They are not the hero of a vulnerability scan, yet they can still make it into a penetration test report. Server headers and extra information returned from a web server appear in response headers.
In most cases they will not lead to your server being hacked, especially if you keep software updated. Yet in special cases they can give enough information to suggest an old, vulnerable version. If it is anything like recent web server bugs, you may be in for unwanted overtime.
Let's have a look at Windows IIS and an example of what is returned from the server and how to fix it.
Windows IIS
A quick web server shows Server: Microsoft-IIS/10.0 in responses.
IIS often also returns headers such as X-Powered-By and X-AspNet-Version. At the time of writing IIS 10.0 is secure, but tools like Shodan show how many hosts advertise the same version.

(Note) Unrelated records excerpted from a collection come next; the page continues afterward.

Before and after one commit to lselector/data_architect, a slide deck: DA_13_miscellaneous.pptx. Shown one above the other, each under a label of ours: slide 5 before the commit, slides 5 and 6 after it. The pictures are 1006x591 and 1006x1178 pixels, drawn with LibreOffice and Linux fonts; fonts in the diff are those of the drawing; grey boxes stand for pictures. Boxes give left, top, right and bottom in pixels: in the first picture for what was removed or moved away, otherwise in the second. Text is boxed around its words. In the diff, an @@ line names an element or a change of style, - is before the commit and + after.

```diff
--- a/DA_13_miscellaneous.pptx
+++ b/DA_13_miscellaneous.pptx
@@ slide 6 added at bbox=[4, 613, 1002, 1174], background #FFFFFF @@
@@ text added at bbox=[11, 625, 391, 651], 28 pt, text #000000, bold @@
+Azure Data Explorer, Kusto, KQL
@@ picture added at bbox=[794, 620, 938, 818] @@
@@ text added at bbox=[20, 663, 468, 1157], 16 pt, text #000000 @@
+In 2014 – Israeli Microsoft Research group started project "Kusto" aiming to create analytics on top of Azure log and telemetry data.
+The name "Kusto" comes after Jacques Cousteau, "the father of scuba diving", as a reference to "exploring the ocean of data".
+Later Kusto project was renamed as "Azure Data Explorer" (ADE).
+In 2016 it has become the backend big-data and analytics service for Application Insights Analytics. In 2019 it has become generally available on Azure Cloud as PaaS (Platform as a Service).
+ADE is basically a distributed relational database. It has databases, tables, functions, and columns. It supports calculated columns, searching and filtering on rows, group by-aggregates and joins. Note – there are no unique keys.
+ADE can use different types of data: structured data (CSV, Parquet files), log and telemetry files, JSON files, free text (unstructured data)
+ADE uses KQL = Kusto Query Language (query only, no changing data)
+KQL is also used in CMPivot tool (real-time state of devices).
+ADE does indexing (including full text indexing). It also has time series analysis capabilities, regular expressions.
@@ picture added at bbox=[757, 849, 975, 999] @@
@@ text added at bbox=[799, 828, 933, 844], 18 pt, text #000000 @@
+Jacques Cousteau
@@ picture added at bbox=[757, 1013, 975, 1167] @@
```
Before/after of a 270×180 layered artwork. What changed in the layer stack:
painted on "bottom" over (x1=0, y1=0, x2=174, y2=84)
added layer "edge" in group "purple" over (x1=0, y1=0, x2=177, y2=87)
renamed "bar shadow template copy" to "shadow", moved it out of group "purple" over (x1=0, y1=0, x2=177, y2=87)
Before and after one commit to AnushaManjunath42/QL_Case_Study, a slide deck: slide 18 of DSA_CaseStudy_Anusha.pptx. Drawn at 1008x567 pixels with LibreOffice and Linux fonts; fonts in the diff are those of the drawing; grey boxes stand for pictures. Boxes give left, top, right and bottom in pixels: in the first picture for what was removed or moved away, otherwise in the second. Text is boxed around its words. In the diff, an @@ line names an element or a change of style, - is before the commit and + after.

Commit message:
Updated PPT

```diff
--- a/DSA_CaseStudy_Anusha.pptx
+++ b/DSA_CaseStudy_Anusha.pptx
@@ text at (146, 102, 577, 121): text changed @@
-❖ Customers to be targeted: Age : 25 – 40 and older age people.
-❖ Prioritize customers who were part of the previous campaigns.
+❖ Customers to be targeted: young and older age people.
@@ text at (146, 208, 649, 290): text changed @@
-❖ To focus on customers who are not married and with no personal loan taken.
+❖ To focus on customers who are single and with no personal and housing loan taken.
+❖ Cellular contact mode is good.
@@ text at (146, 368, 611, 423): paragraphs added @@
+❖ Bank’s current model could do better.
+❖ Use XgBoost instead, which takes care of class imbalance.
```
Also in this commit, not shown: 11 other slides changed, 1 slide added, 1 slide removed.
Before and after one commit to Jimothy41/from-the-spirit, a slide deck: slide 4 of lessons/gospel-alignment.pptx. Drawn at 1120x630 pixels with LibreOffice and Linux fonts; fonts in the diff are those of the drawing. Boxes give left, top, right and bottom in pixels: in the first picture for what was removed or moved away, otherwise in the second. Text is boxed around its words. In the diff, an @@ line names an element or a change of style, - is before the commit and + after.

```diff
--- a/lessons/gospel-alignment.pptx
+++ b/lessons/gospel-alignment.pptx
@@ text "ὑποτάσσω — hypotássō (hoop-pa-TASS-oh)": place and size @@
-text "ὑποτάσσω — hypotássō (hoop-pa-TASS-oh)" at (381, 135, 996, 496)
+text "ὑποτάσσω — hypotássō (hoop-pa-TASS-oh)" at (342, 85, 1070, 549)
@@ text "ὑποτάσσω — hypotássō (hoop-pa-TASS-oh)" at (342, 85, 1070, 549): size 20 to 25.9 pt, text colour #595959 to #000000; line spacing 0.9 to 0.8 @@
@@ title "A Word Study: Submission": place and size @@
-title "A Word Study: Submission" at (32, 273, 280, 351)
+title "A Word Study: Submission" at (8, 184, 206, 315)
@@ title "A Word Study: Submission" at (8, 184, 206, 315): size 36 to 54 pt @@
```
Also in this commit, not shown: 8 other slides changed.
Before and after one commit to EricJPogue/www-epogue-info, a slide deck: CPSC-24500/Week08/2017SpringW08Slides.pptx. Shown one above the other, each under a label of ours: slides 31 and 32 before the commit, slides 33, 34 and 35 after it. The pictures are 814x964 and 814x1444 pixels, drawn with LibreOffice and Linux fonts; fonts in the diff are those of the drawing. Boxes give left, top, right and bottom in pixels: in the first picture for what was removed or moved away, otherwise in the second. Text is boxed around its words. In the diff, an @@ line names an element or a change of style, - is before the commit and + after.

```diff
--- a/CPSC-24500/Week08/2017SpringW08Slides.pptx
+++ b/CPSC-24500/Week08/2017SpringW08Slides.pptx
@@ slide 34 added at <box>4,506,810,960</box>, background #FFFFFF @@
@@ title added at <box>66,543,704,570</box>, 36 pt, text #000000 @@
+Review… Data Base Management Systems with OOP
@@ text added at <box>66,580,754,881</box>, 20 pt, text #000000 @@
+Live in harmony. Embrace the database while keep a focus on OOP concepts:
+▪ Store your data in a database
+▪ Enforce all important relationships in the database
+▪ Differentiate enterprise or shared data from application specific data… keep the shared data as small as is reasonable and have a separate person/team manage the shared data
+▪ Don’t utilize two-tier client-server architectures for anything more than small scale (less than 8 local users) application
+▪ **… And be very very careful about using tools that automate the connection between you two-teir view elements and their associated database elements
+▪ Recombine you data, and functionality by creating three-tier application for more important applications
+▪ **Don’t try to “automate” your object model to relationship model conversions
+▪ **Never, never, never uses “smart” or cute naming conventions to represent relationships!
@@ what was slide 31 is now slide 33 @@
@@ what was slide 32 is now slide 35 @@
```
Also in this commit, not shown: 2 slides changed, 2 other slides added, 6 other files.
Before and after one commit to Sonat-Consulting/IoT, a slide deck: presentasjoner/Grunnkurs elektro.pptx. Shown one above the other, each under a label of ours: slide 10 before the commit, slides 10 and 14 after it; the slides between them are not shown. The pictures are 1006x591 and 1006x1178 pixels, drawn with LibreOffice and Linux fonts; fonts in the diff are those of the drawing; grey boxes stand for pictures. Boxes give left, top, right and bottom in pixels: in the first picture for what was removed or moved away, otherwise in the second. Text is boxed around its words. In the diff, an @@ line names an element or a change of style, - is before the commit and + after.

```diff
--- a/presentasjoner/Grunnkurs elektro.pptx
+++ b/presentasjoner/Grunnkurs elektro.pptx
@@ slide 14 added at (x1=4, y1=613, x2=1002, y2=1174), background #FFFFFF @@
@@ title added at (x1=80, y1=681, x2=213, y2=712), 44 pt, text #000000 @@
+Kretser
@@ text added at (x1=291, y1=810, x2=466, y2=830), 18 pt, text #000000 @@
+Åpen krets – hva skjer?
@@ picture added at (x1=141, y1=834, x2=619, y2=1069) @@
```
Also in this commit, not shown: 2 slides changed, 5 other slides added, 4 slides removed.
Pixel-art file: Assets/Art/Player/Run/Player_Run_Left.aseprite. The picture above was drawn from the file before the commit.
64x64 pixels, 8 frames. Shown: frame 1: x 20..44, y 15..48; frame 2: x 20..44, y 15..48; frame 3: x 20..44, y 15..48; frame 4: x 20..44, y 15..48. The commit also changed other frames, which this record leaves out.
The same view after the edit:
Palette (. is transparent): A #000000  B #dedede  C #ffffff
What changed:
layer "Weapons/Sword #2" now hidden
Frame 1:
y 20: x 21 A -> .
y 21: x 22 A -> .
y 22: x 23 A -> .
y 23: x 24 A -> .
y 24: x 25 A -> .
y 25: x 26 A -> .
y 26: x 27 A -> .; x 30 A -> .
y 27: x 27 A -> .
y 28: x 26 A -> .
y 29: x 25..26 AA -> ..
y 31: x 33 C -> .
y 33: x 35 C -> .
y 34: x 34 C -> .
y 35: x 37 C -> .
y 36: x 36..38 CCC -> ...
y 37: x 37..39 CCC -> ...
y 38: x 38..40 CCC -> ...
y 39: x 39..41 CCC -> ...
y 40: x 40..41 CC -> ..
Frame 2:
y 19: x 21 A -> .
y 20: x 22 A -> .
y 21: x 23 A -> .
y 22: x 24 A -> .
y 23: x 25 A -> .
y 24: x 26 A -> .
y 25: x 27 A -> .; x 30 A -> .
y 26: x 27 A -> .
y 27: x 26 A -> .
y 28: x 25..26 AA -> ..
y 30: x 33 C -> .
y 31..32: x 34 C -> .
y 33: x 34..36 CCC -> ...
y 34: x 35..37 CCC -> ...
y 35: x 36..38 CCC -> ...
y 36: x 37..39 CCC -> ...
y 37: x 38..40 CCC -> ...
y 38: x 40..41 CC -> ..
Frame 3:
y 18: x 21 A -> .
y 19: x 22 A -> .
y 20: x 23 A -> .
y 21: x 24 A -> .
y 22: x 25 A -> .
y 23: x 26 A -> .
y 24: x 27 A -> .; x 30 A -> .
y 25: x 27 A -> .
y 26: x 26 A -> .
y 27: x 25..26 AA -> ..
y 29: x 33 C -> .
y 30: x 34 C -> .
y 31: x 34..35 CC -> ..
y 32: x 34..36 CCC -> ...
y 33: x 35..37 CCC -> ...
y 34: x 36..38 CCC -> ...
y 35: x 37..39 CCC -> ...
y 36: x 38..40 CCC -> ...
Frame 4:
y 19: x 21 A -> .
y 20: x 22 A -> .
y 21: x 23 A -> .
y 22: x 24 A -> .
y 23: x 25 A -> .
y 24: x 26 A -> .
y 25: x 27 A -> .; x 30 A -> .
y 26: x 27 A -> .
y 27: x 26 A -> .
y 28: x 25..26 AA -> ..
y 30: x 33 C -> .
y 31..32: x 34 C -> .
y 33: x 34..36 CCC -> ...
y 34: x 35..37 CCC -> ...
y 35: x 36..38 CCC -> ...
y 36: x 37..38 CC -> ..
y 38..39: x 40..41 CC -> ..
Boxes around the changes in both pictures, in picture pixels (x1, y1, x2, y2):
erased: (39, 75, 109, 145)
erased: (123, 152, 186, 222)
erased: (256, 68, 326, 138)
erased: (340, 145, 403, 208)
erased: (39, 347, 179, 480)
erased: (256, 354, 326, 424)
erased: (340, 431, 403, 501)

Older versions (e.g. 6.0) had long vulnerability lists. Many 6.0 hosts on Shodan are labelled honeypots.
To remove headers from responses, open IIS Manager and select the site.
Under the server name, expand Sites, open the site that exposes the header, then double-click Configuration Editor to access server variables.
In the Section dropdown, choose appSettings.
Find enableVersionHeader (often True). Set it to False to remove version headers.
Click Apply (top right). You should see “The changes have been successfully saved.”
To remove the Server header, use the same Section menu: system.webServer > security > requestFiltering. Set removeServerHeader to True, then Apply again.
Save the changes like before and now the IIS webserver doesn't respond with any unneeded server information.